Materials can be used in two ways: inline or declared. Inline materials are defined as they are attached to primitives:

sphere {
  material = {
    diffuse = (1,0,0.4);
    specular = (1,1,1);

A declared material is given a name at the top level and referred to later:

material {
  name = "gold";
  diffuse = (0.9,0.9,0);
  specular = (1,1,0);
  emissive = (0.1,0.1,0);
  shininess = 0.92;

box {
  material = "gold";

Hacking the Format

The trace parser is designed to be fairly extensible, and it should be possible to add support for whatever you need. It consists of two main modules, the tokenizer and the parser. The tokenizer does nothing more than split the input up into distinct tokens, while the parser does the actual work of converting these into a scene in memory.
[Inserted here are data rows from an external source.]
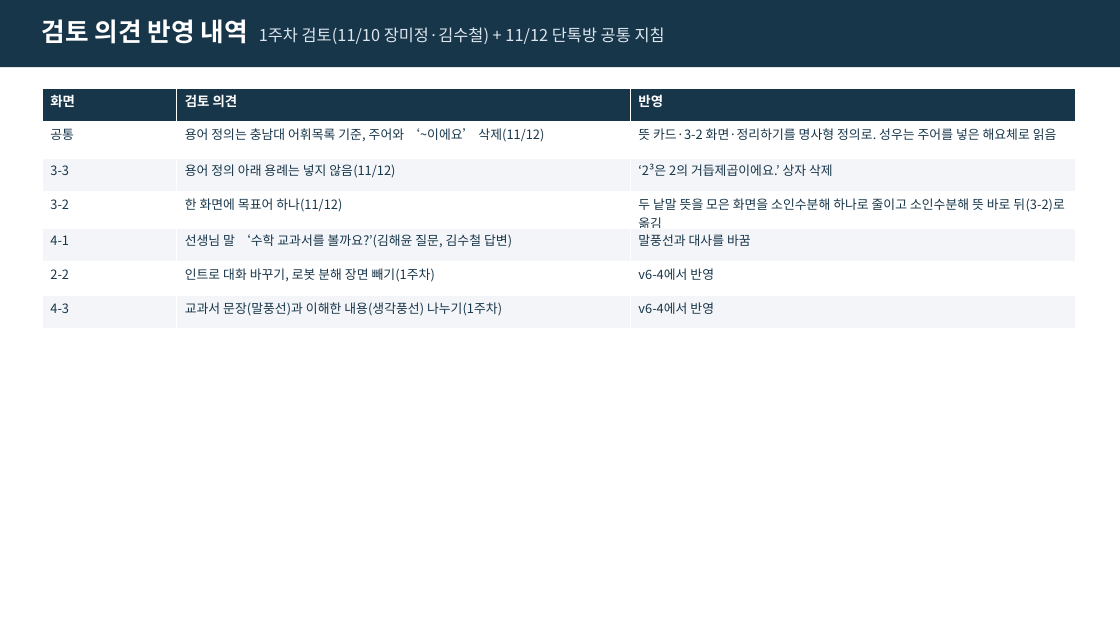
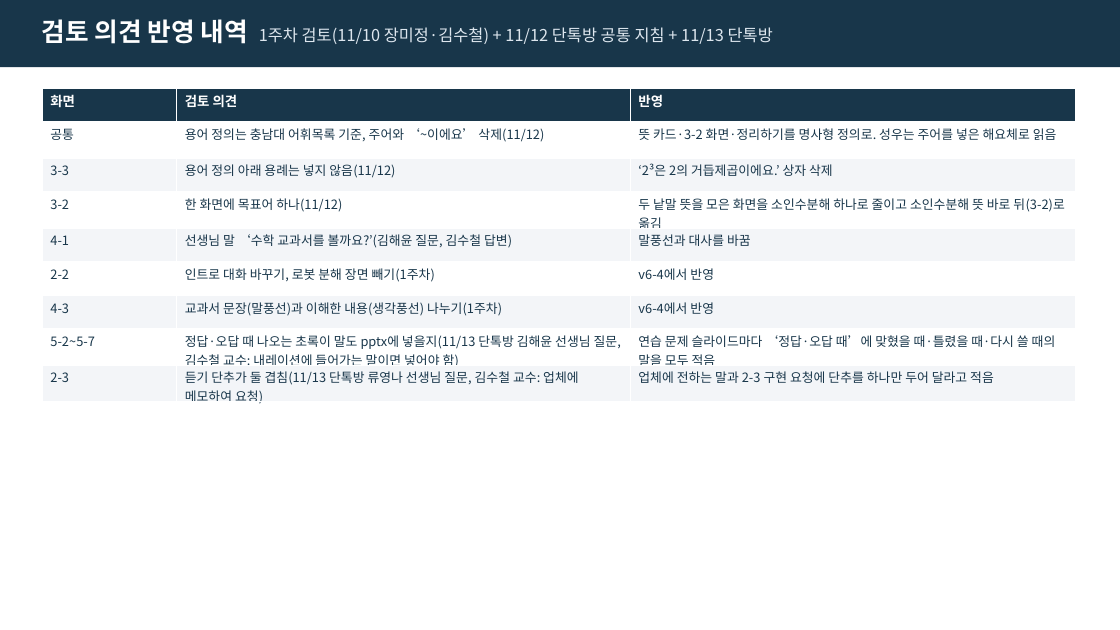
Before and after one commit to j333333766-hub/ksl-math-vocab-kit, a slide deck: slide 3 of 샘플/07차시_소인수분해_조창현_v6-5_스토리보드.pptx. Drawn at 1120x630 pixels with LibreOffice and Linux fonts; fonts in the diff are those of the drawing. Boxes give left, top, right and bottom in pixels: in the first picture for what was removed or moved away, otherwise in the second. Text is boxed around its words. In the diff, an @@ line names an element or a change of style, - is before the commit and + after.

```diff
--- a/샘플/07차시_소인수분해_조창현_v6-5_스토리보드.pptx
+++ b/샘플/07차시_소인수분해_조창현_v6-5_스토리보드.pptx
@@ text at (x1=42, y1=19, x2=773, y2=44): text changed @@
-검토 의견 반영 내역 1주차 검토(11/10 장미정·김수철) + 11/12 단톡방 공통 지침
+검토 의견 반영 내역 1주차 검토(11/10 장미정·김수철) + 11/12 단톡방 공통 지침 + 11/13 단톡방
@@ table at (x1=42, y1=88, x2=1075, y2=408) @@
+row 8: 5-2~5-7 | 정답·오답 때 나오는 초록이 말도 pptx에 넣을지(11/13 단톡방 김해윤 선생님 질문, 김수철 교수: 내레이션에 들어가는 말이면 넣어야 함) | 연습 문제 슬라이드마다 ‘정답·오답 때’에 맞혔을 때·틀렸을 때·다시 쓸 때의 말을 모두 적음
+row 9: 2-3 | 듣기 단추가 둘 겹침(11/13 단톡방 류영나 선생님 질문, 김수철 교수: 업체에 메모하여 요청) | 업체에 전하는 말과 2-3 구현 요청에 단추를 하나만 두어 달라고 적음
```
Also in this commit, not shown: 8 other slides changed, 7 other files.

The operation of the tokenizer is quite simple, and it is unlikely that you would ever have a need to modify this. You are, however, likely to need to add keywords in token.{h,cpp}, because unregistered keywords are rejected as syntax errors by the parser. See below for instruction on how to do this.

The parser is a more complex beast, but its basic operation is as follows: as it reads the stream of tokens, it looks at the next one and uses this token to make a guess at what the user is intending; that is, if it sees the "sphere" keyword, it calls the "parseSphere" method. Thus, it is important that any extensions that you make to the language be easily recognizable by a single token. There are a number of helper functions in the parser, like "parseVec3f" and "parseScalar", that can take care of many of the dirty details for you, so that you can focus on the higher-level language.

Now I'll include a couple of sample modifications to the raytracer.

Suppose for of all that we want to add a new primitive, the "pseudosphere". The first thing we need to do is open up Token.h and find the enum listing all the token types. We can add the symbol "PSEUDOSPHERE" to the end of this list as follows:

enum SYMBOL {
  PSEUDOSPHERE  // <-- new token goes here

Now we need to open up Token.cpp and add the pseudosphere to the two lookup tables:

tokenNames[ PSEUDOSPHERE ] = "pseudosphere";
reservedWords[ "pseudosphere" ] = PSEUDOSPHERE;

Now, finally, we can add the new primitive to Parser.{h,cpp}. The best way to go about this is to look at how existing primitives are handled (sphere, box, etc.) and copy that code. It should also be noted that in order to parse a new kind of primitive, you should add dispatching for that primitive to the parseScene, parseTransformableElement, and parseGeometry functions, which is fairly self-explanatory.

Now, suppose you want to add a new attribute to a material. You would start by making the same modifications to the Token class as above. In Parser.cpp, however, you would find that the only function you actually need to modify is parseMaterial(); depending on the type of parameter, a call to parseScalarMaterialParameter() or parseVec3fMaterialParameter() should do the trick.